Spyralle:
I haven't read the rest of this thread, only your initial post, so please pardon me if I'm repeating a lot of what other people have said.
My mother and I had exactly this argument for years. It was very difficult. I knew that she would never get along with my husband, and that the stress of having her in my home, day in and day out, would drive me over the edge. I offered again and again to help her find an apartment, but she always turned me down.
After a great deal of thought (and therapy, too), I came to the conclusion that while I had a responsibility to make sure that my mother was OK--in terms of money, medical care, etc.--I did not have a responsibility to make sure that she was happy. Her happiness was her own problem, just as everyone's is. And though she saw it differently, I knew that I had to stick by that conclusion, because it was right.

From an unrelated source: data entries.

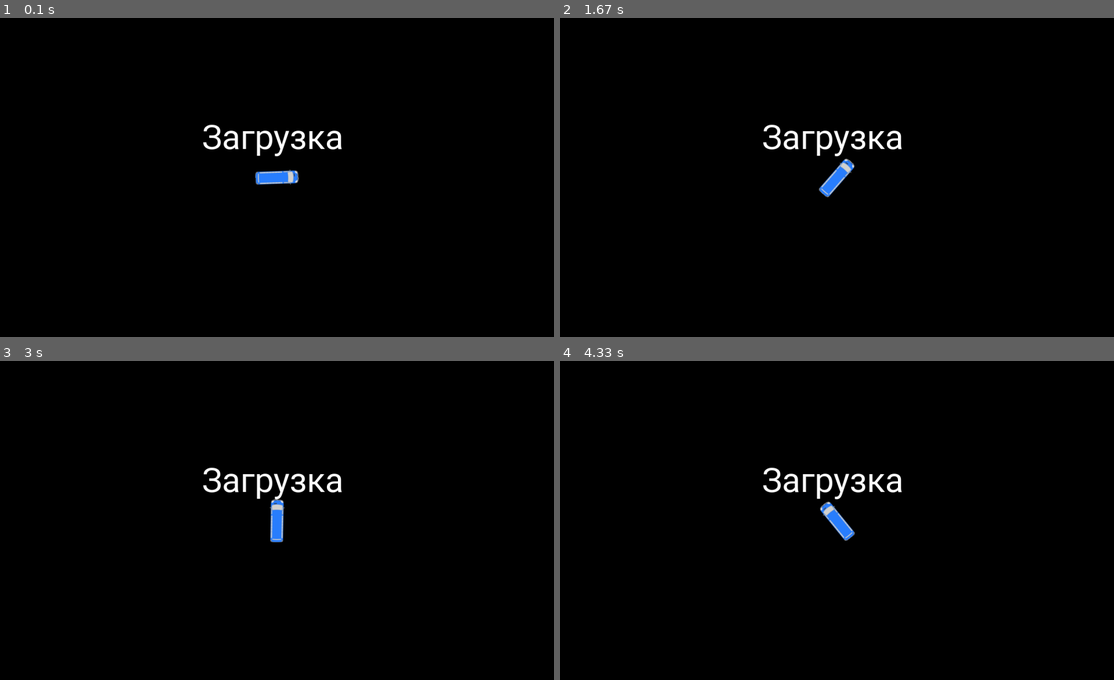
Above: before the commit, frames 1-4 (two rows, left to right).
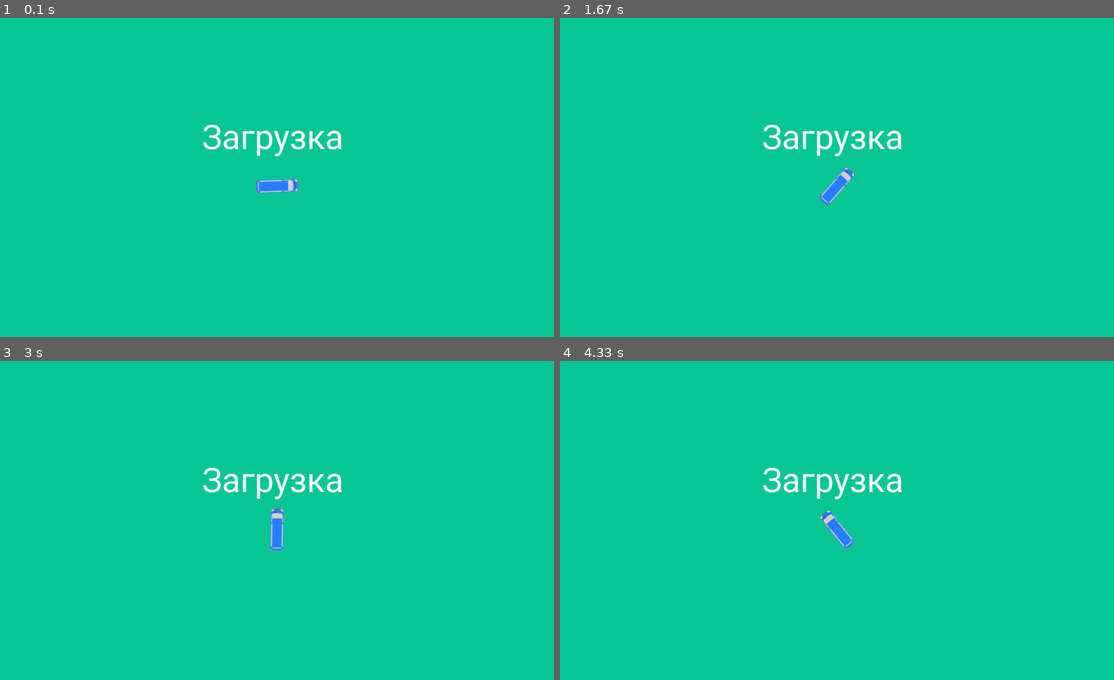
Above: after the commit, the same moments.

Repository: Alicccce/project_pygame
Game: pygame game, started from load_img.py
Same seed, same stepped clock (60 frames per second), same inputs: the game is played once before the commit and once after it.
Inputs:
- Up to frame 1 (0.1 s): no input
- Up to frame 2 (1.67 s): no input
- Up to frame 3 (3 s): no input
- Up to frame 4 (4.33 s): no input

The runs differ from the first frame. In frame 1, 99% of the frame differs, in the area x 0-100%, y 0-100%; in frame 2, 99%; in frame 3, 99%; in frame 4, 99%.

Commit message:
main_game

Diff:
--- a/load_img.py
+++ b/load_img.py
@@ -1,6 +1,5 @@
 import pygame
 import os
-
 
 WHITE = (255, 255, 255)
 BLACK = (0, 0, 0)
@@ -9,12 +8,10 @@
 PINK = (255, 100, 100)
 
 
-
 def load_image(name, colorkey=None):
     fullname = os.path.join('data', name)
     image = pygame.image.load(fullname)
     return image
-
 
 
 def load(surf):
@@ -30,7 +27,7 @@
     finished_rect = finished.get_rect(center=(640, 280))
 
     while running:
-        surf.fill(BLACK)
+        surf.fill((10, 200, 150))
         rotated_img = pygame.transform.rotozoom(img_bus_load, angle, 1)
         surf.blit(finished, finished_rect)
         angle += 1  #
@@ -38,7 +35,7 @@
             angle = 0
 
         surf.blit(rotated_img,
-                  (size[0] // 2 - rotated_img.get_width() // 2, size[1] // 2 - rotated_img.get_height() // 2))
+                  (size[0] // 2 - rotated_img.get_width() // 2, size[1] // 2 - rotated_img.get_height() // 2 + 20))
 
         for event in pygame.event.get():
             if event.type == pygame.QUIT:

When it looked like she could recover from her brain injury, I did decide that she should come and live with us. She could not live by herself, even in an apartment, and I wanted her to have the security of living with her family. I deeply regret that I never got to do that; her condition deteriorated and she died last June. But I know that I made the decision to take her in out of love and from a place of freedom, not out of her having strong-armed me into it. All the difference in the world.

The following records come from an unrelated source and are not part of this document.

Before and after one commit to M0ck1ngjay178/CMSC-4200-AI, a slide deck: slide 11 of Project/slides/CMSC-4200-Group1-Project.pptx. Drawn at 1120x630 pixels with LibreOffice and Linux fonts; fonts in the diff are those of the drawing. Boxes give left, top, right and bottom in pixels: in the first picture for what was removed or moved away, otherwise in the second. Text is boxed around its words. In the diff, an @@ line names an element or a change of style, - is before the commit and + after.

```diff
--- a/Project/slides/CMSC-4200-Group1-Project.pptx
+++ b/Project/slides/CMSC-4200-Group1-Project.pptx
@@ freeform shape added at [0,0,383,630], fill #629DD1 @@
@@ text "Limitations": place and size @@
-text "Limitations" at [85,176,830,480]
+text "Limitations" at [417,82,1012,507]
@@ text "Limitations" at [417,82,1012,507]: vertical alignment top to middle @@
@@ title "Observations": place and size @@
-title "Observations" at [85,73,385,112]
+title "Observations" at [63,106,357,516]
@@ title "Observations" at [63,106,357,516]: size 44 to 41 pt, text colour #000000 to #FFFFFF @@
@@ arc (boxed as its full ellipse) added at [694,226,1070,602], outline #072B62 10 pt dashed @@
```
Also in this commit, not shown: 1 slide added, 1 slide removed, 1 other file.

You are NOT a "crap daughter." Your mother is trying to give you a burden that is not yours to carry. Whether she ever realizes it or not--and of course the odds are against it--you have a duty to yourself to realize it and live it. She cannot take your freedom from you in the name of her own security. Life doesn't work that way.
You're willing to have her nearby, which wouldn't be easy, I imagine. That's a lot. The fact that she can't see that and choose to be happy is her problem, not yours. Please, please keep reminding yourself of that. You have offered to make room in your life for her. If the opening isn't exactly wide enough to suit her, she has only herself to blame.
Again, please forgive what is probably a very repetitive post. Time doesn't allow me to read through the thread right now, but I wanted to reply to your initial post. I've been there, and it's not easy. You're a very good daughter, Spyralle, and I hope you will allow yourself to feel that.